Приближение Второй мировой отец почуял нутром, а может, понял по характеру своей работы в промышленности. Отец решил убраться из Европы и стал устраивать отъезд. Хлопоты заняли столько времени, что отец с матерью едва успели добраться до Англии к осени 1939 года, когда началась война. Там их нагнал Ерко, брат матери, после путешествий по Франции, где он странствовал по причинам, о которых я расскажу в свой срок. В Англии семья прожила до 1946 года; мой отец был в армии, но не солдатом: он проектировал оборудование и планировал его производство, а Ерко работал при нем техником – делал модели. У Тадеуша и матери родился ребенок, но скоро умер, и, лишь когда они приехали в Канаду и осели в Торонто, родилась я – в 1958 году, когда матери было уже под сорок. (Она всегда говорила, что родилась в 1920 году, но мне кажется, что она точно не знала, и у нее, конечно, не было никаких подтверждающих документов.) К этому времени отец и Ерко наладили собственный бизнес – производство больничного оборудования: отец умел управлять производством, а Ерко, талантливейший механик, мог сделать и улучшить рабочую модель любого отцовского изобретения. Казалось, что семью подхватила и несет волна успеха, пока в 1975 году отец не умер – не картинно, надорвавшись от чрезмерных трудов, а буднично, от запущенной простуды, которая перешла во что-то другое и оказалась непобедимой. До этого наша семья, наверное, мало чем отличалась от любой другой семьи канадских иммигрантов европейского происхождения – немножко иностранцы, но без вопиющих контрастов с окружающей североамериканской жизнью. Но смерть отца все перевернула, и от этого переворота семья так и не оправилась.
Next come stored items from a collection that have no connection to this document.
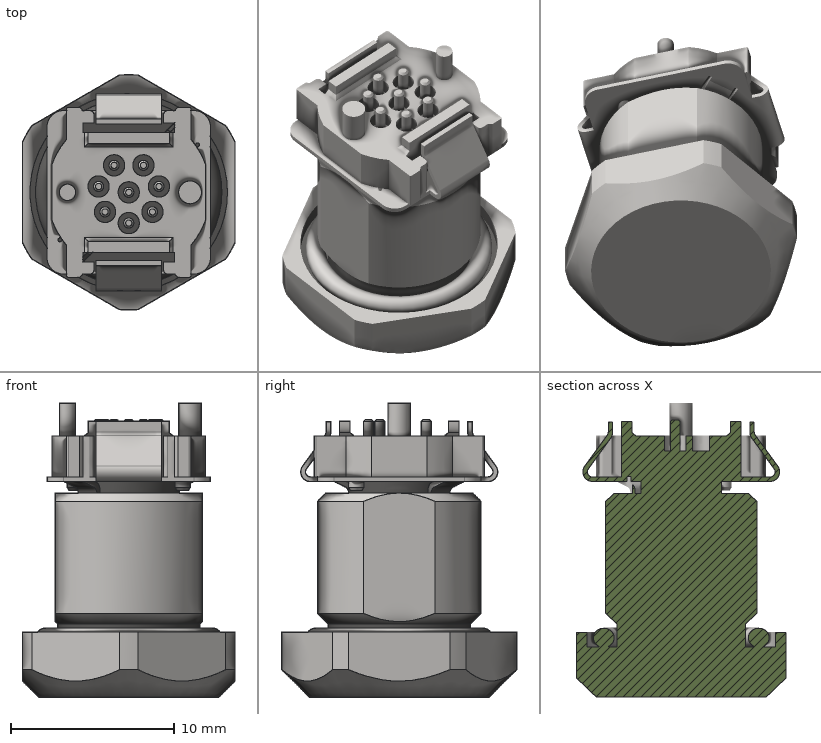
import cadquery as cq
import math

ARC_MIDDLE_INSET = 1 - math.sqrt(0.5)

NUT_TOP = 4.0
BODY_BOTTOM = 4.5
BODY_TOP = 12.5
PLATE_BOTTOM = 13.2
PLATE_TOP = 13.5
INSERT_TOP = 16.0
POST_TOP = 18.0

NUT_SIDES = 6
NUT_ACROSS_FLATS = 13.0
NUT_CORNER_RADIUS = 7.2
NUT_BOTTOM_RADIUS = 5.5
RECESS_RADIUS = 6.04
RECESS_FLOOR = 3.1
RING_OUTER_RADIUS = 5.7
RING_SECTION_RADIUS = 0.6
RING_TOP = 4.25

BODY_RADIUS = 5.0
BODY_FLAT_X = 4.5
BODY_TOP_CHAMFER = 0.5
LOWER_NECK_RADIUS = 4.36
UPPER_NECK_RADIUS = 3.1

PLATE_SIZE = 10.0
PLATE_CORNER_RADIUS = 1.0
TAB_DIAGONALS = (45, 225)
TAB_HALF_WIDTH = 0.81
TAB_INNER = 3.3
TAB_OUTER = 3.57
TAB_BEND_END = 3.8
TAB_ROOT = 4.8
TAB_KNEE = 3.8
TAB_KNEE_Z = 12.85
RELIEF_SLOT_WIDTH = 0.22
RELIEF_SLOT_START = 3.5
RELIEF_SLOT_END = 5.15

INSERT_RADIUS = 5.0
INSERT_HALF_X = 4.7
INSERT_BLOCK_X = 3.8
INSERT_BLOCK_Y = 5.2
INSERT_EDGE_FILLET = 0.1
MOUTH_FACE_Y = 5.0
MOUTH_OUTER_X = 3.0
MOUTH_INNER_X = 2.8
THROAT_X = 2.13
THROAT_RADIUS = 0.25
POCKET_X = 2.8
POCKET_OUTER_Y = 4.25
POCKET_INNER_Y = 3.67

BAR_HALF_LENGTH = 2.48
BAR_INNER_Y = 3.0
BAR_TOP = 16.9
BAR_FOOT_WIDTH = 0.24
BAR_FOOT_HEIGHT = 0.2

CLIP_WIDTH = 4.03
CLIP_THICKNESS = 0.3
CLIP_REACH_Y = 6.03
CLIP_BEND_RADIUS = 0.6
CLIP_SLOPE = math.radians(54)
CLIP_TIP_Y = 4.48
CLIP_TIP_BEND_RADIUS = 0.34
CLIP_TIP_TOP = 16.88

ARC_PIN_COUNT = 7
PIN_CIRCLE_RADIUS = 1.88
PIN_MIDDLE_ANGLE = -90
PIN_PITCH_ANGLE = 50.5
PIN_RADIUS = 0.31
PIN_TOP = 17.0
PIN_CHAMFER = 0.12
PIN_HOLE_RADIUS = 0.65
PIN_HOLE_DEPTH = 0.9

POST_X = 3.75
SMALL_POST_RADIUS = 0.5
LARGE_POST_RADIUS = 0.7
RIVET_X = 3.3
RIVET_Y = -2.63
RIVET_RADIUS = 0.47
RIVET_BOTTOM = 12.65
RIVET_CHAMFER_HEIGHT = 0.2
RIVET_CHAMFER_WIDTH = 0.12


def cylinder(radius, bottom, top, x=0.0, y=0.0):
    return cq.Workplane("XY", origin=(x, y, bottom)).circle(radius).extrude(top - bottom)


def box(x_range, y_range, z_range):
    size = [end - start for start, end in (x_range, y_range, z_range)]
    corner = (x_range[0], y_range[0], z_range[0])
    return cq.Workplane("XY", origin=corner).box(*size, centered=False)


def half_turn(shape):
    return shape.rotate((0, 0, 0), (0, 0, 1), 180)


def with_half_turn_copy(shape):
    return shape.union(half_turn(shape))


def make_nut():
    half_side_angle = 180 / NUT_SIDES
    corner_diameter = NUT_ACROSS_FLATS / math.cos(math.radians(half_side_angle))
    hexagon = cq.Workplane("XY").polygon(NUT_SIDES, corner_diameter).extrude(NUT_TOP)
    hexagon = hexagon.rotate((0, 0, 0), (0, 0, 1), half_side_angle)
    cone_height = NUT_CORNER_RADIUS - NUT_BOTTOM_RADIUS
    envelope = (
        cq.Workplane("XZ")
        .polyline([
            (0, 0),
            (NUT_BOTTOM_RADIUS, 0),
            (NUT_CORNER_RADIUS, cone_height),
            (NUT_CORNER_RADIUS, NUT_TOP),
            (0, NUT_TOP),
        ])
        .close()
        .revolve(360, (0, 0, 0), (0, 1, 0))
    )
    recess = cylinder(RECESS_RADIUS, RECESS_FLOOR, NUT_TOP)
    return hexagon.intersect(envelope).cut(recess)


def make_sealing_ring():
    centre = (RING_OUTER_RADIUS - RING_SECTION_RADIUS, RING_TOP - RING_SECTION_RADIUS)
    return (
        cq.Workplane("XZ")
        .moveTo(*centre)
        .circle(RING_SECTION_RADIUS)
        .revolve(360, (0, 0, 0), (0, 1, 0))
    )


def make_body():
    bottom_chamfer = BODY_RADIUS - LOWER_NECK_RADIUS
    barrel = (
        cq.Workplane("XZ")
        .polyline([
            (0, BODY_BOTTOM),
            (LOWER_NECK_RADIUS, BODY_BOTTOM),
            (BODY_RADIUS, BODY_BOTTOM + bottom_chamfer),
            (BODY_RADIUS, BODY_TOP - BODY_TOP_CHAMFER),
            (BODY_RADIUS - BODY_TOP_CHAMFER, BODY_TOP),
            (0, BODY_TOP),
        ])
        .close()
        .revolve(360, (0, 0, 0), (0, 1, 0))
    )
    flats = box(
        (-BODY_FLAT_X, BODY_FLAT_X), (-BODY_RADIUS, BODY_RADIUS), (BODY_BOTTOM, BODY_TOP)
    )
    lower_neck = cylinder(LOWER_NECK_RADIUS, RECESS_FLOOR, BODY_BOTTOM)
    upper_neck = cylinder(UPPER_NECK_RADIUS, BODY_TOP, PLATE_BOTTOM)
    return barrel.intersect(flats).union(lower_neck).union(upper_neck)


def make_contact_tab(diagonal):
    bend_radius = TAB_BEND_END - TAB_INNER
    bend_mid = bend_radius * ARC_MIDDLE_INSET
    knee_run = TAB_KNEE - TAB_OUTER
    knee_rise = TAB_KNEE_Z - BODY_TOP
    knee_radius = (knee_run**2 + knee_rise**2) / (2 * knee_run)
    profile = (
        cq.Workplane("XZ")
        .moveTo(TAB_ROOT, PLATE_BOTTOM)
        .lineTo(TAB_KNEE, TAB_KNEE_Z)
        .radiusArc((TAB_OUTER, BODY_TOP), -knee_radius)
        .lineTo(TAB_INNER, BODY_TOP)
        .lineTo(TAB_INNER, PLATE_BOTTOM - bend_radius)
        .threePointArc(
            (TAB_INNER + bend_mid, PLATE_BOTTOM - bend_mid), (TAB_BEND_END, PLATE_BOTTOM)
        )
        .close()
    )
    tab = profile.extrude(TAB_HALF_WIDTH, both=True)
    return tab.rotate((0, 0, 0), (0, 0, 1), diagonal)


def make_relief_slots(diagonal):
    centre_offset = TAB_HALF_WIDTH + RELIEF_SLOT_WIDTH / 2
    length = RELIEF_SLOT_END - RELIEF_SLOT_START
    middle = (RELIEF_SLOT_START + RELIEF_SLOT_END) / 2
    slots = (
        cq.Workplane("XY", origin=(0, 0, PLATE_BOTTOM))
        .pushPoints([(middle, -centre_offset), (middle, centre_offset)])
        .slot2D(length, RELIEF_SLOT_WIDTH)
        .extrude(PLATE_TOP - PLATE_BOTTOM)
    )
    return slots.rotate((0, 0, 0), (0, 0, 1), diagonal)


def make_rivet():
    shank = cylinder(RIVET_RADIUS, RIVET_BOTTOM, PLATE_BOTTOM, RIVET_X, RIVET_Y)
    return shank.faces("<Z").edges().chamfer(RIVET_CHAMFER_HEIGHT, RIVET_CHAMFER_WIDTH)


def make_plate():
    plate = (
        cq.Workplane("XY", origin=(0, 0, PLATE_BOTTOM))
        .rect(PLATE_SIZE, PLATE_SIZE)
        .extrude(PLATE_TOP - PLATE_BOTTOM)
        .edges("|Z")
        .fillet(PLATE_CORNER_RADIUS)
    )
    for diagonal in TAB_DIAGONALS:
        plate = plate.cut(make_relief_slots(diagonal))
        plate = plate.union(make_contact_tab(diagonal))
    return plate.union(with_half_turn_copy(make_rivet()))


def make_clip_opening():
    """Stepped opening in the +Y side of the insert: mouth, throat and wide pocket."""
    throat_start_x = THROAT_X + THROAT_RADIUS
    throat_end_y = MOUTH_FACE_Y - THROAT_RADIUS
    arc_inset = THROAT_RADIUS * ARC_MIDDLE_INSET
    half = (
        cq.Workplane("XY", origin=(0, 0, PLATE_TOP))
        .moveTo(0, INSERT_BLOCK_Y)
        .lineTo(MOUTH_OUTER_X, INSERT_BLOCK_Y)
        .lineTo(MOUTH_INNER_X, MOUTH_FACE_Y)
        .lineTo(throat_start_x, MOUTH_FACE_Y)
        .threePointArc(
            (THROAT_X + arc_inset, MOUTH_FACE_Y - arc_inset), (THROAT_X, throat_end_y)
        )
        .lineTo(THROAT_X, POCKET_OUTER_Y)
        .lineTo(POCKET_X, POCKET_OUTER_Y)
        .lineTo(POCKET_X, POCKET_INNER_Y)
        .lineTo(0, POCKET_INNER_Y)
        .close()
        .extrude(INSERT_TOP - PLATE_TOP)
    )
    return half.union(half.mirror("YZ"))


def make_bar():
    foot_half_length = BAR_HALF_LENGTH + BAR_FOOT_WIDTH
    foot_inner_y = BAR_INNER_Y - BAR_FOOT_WIDTH
    foot_depth = POCKET_INNER_Y - foot_inner_y
    bar_depth = POCKET_INNER_Y - BAR_INNER_Y
    foot = (
        cq.Workplane("XY", origin=(0, POCKET_INNER_Y - foot_depth / 2, INSERT_TOP))
        .rect(2 * foot_half_length, foot_depth)
        .workplane(offset=BAR_FOOT_HEIGHT)
        .center(0, (foot_depth - bar_depth) / 2)
        .rect(2 * BAR_HALF_LENGTH, bar_depth)
        .loft(ruled=True)
    )
    bar = box(
        (-BAR_HALF_LENGTH, BAR_HALF_LENGTH), (BAR_INNER_Y, POCKET_INNER_Y), (INSERT_TOP, BAR_TOP)
    )
    return bar.union(foot)


def pin_places():
    places = [(0, 0)]
    for i in range(ARC_PIN_COUNT):
        steps = i - (ARC_PIN_COUNT - 1) / 2
        angle = math.radians(PIN_MIDDLE_ANGLE + steps * PIN_PITCH_ANGLE)
        places.append((PIN_CIRCLE_RADIUS * math.cos(angle), PIN_CIRCLE_RADIUS * math.sin(angle)))
    return places


def make_insert():
    depth = INSERT_TOP - PLATE_TOP
    disc = cylinder(INSERT_RADIUS, PLATE_TOP, INSERT_TOP).intersect(
        box(
            (-INSERT_HALF_X, INSERT_HALF_X),
            (-INSERT_RADIUS, INSERT_RADIUS),
            (PLATE_TOP, INSERT_TOP),
        )
    )
    block = (
        cq.Workplane("XY", origin=(0, 0, PLATE_TOP))
        .rect(2 * INSERT_BLOCK_X, 2 * INSERT_BLOCK_Y)
        .extrude(depth)
        .edges("|Z")
        .fillet(INSERT_EDGE_FILLET)
    )
    opening = make_clip_opening()
    insert = disc.union(block).cut(opening).cut(half_turn(opening))
    insert = insert.union(with_half_turn_copy(make_bar()))
    hole_bottom = INSERT_TOP - PIN_HOLE_DEPTH
    for x, y in pin_places():
        insert = insert.cut(cylinder(PIN_HOLE_RADIUS, hole_bottom, INSERT_TOP, x, y))
        pin = cylinder(PIN_RADIUS, hole_bottom, PIN_TOP, x, y)
        insert = insert.union(pin.faces(">Z").edges().chamfer(PIN_CHAMFER))
    insert = insert.union(cylinder(SMALL_POST_RADIUS, INSERT_TOP, POST_TOP, -POST_X))
    return insert.union(cylinder(LARGE_POST_RADIUS, INSERT_TOP, POST_TOP, POST_X))


def make_clip():
    """Strip that leaves the +Y plate edge, bends back and runs up into the pocket."""
    outer_radius = CLIP_BEND_RADIUS
    inner_radius = outer_radius - CLIP_THICKNESS
    centre_y = CLIP_REACH_Y - outer_radius
    centre_z = PLATE_BOTTOM + outer_radius
    slope_angle = math.pi / 2 - CLIP_SLOPE
    mid_angle = (slope_angle - math.pi / 2) / 2

    tip_outer_radius = CLIP_TIP_BEND_RADIUS
    tip_inner_radius = tip_outer_radius + CLIP_THICKNESS
    tip_centre_y = CLIP_TIP_Y + tip_outer_radius
    centre_gap = outer_radius + tip_outer_radius
    sideways_gap = (centre_y - tip_centre_y) * math.cos(slope_angle)
    tip_centre_z = centre_z + (centre_gap + sideways_gap) / math.sin(slope_angle)
    tip_inner_y = CLIP_TIP_Y - CLIP_THICKNESS

    def on_bend(radius, angle):
        return (centre_y + radius * math.cos(angle), centre_z + radius * math.sin(angle))

    def on_tip_bend(radius, angle):
        return (tip_centre_y - radius * math.cos(angle), tip_centre_z - radius * math.sin(angle))

    root_y = PLATE_SIZE / 2
    strip = (
        cq.Workplane("YZ")
        .moveTo(root_y, PLATE_BOTTOM)
        .lineTo(centre_y, PLATE_BOTTOM)
        .threePointArc(on_bend(outer_radius, mid_angle), on_bend(outer_radius, slope_angle))
        .lineTo(*on_tip_bend(tip_outer_radius, slope_angle))
        .threePointArc(
            on_tip_bend(tip_outer_radius, slope_angle / 2), (CLIP_TIP_Y, tip_centre_z)
        )
        .lineTo(CLIP_TIP_Y, CLIP_TIP_TOP)
        .lineTo(tip_inner_y, CLIP_TIP_TOP)
        .lineTo(tip_inner_y, tip_centre_z)
        .threePointArc(
            on_tip_bend(tip_inner_radius, slope_angle / 2),
            on_tip_bend(tip_inner_radius, slope_angle),
        )
        .lineTo(*on_bend(inner_radius, slope_angle))
        .threePointArc(on_bend(inner_radius, mid_angle), (centre_y, PLATE_TOP))
        .lineTo(root_y, PLATE_TOP)
        .close()
    )
    return strip.extrude(CLIP_WIDTH / 2, both=True)


result = (
    make_nut()
    .union(make_sealing_ring())
    .union(make_body())
    .union(make_plate())
    .union(make_insert())
    .union(with_half_turn_copy(make_clip()))
)

У отца был сильный характер: отец очень любил мать, ему нравилось думать, что она цыганка, но при нем было ясно, что мы должны жить как обеспеченная польская семья. Моя мать одевалась как состоятельная женщина, и в дорогих магазинах ее отучили от крикливых расцветок и длинных юбок в пол. Она редко говорила по-цыгански, на языке своего детства, – разве что со мной и Ерко, а с отцом обычно общалась по-венгерски; она немножко научилась у отца польскому, и я тоже учила этот язык наравне с венгерским; мать иногда ревновала, видя, что мы с отцом разговариваем на языке, которым она владеет не свободно. Английский она так и не выучила как следует, но это не осложняло ее жизнь, так как в Торонто хватало людей, с которыми она могла общаться по-венгерски. В компании, где говорили по-английски, она переходила на ломаный английский, которому умудрялась придавать определенный шарм, – подобная речь неотразимо действует на англоговорящих. Вспоминая годы, предшествующие смерти отца, я понимаю теперь, что мамуся жила своего рода приглушенной, замкнутой жизнью. Любимый человек обволакивал ее, как меня ныне обволакивает Холлиер.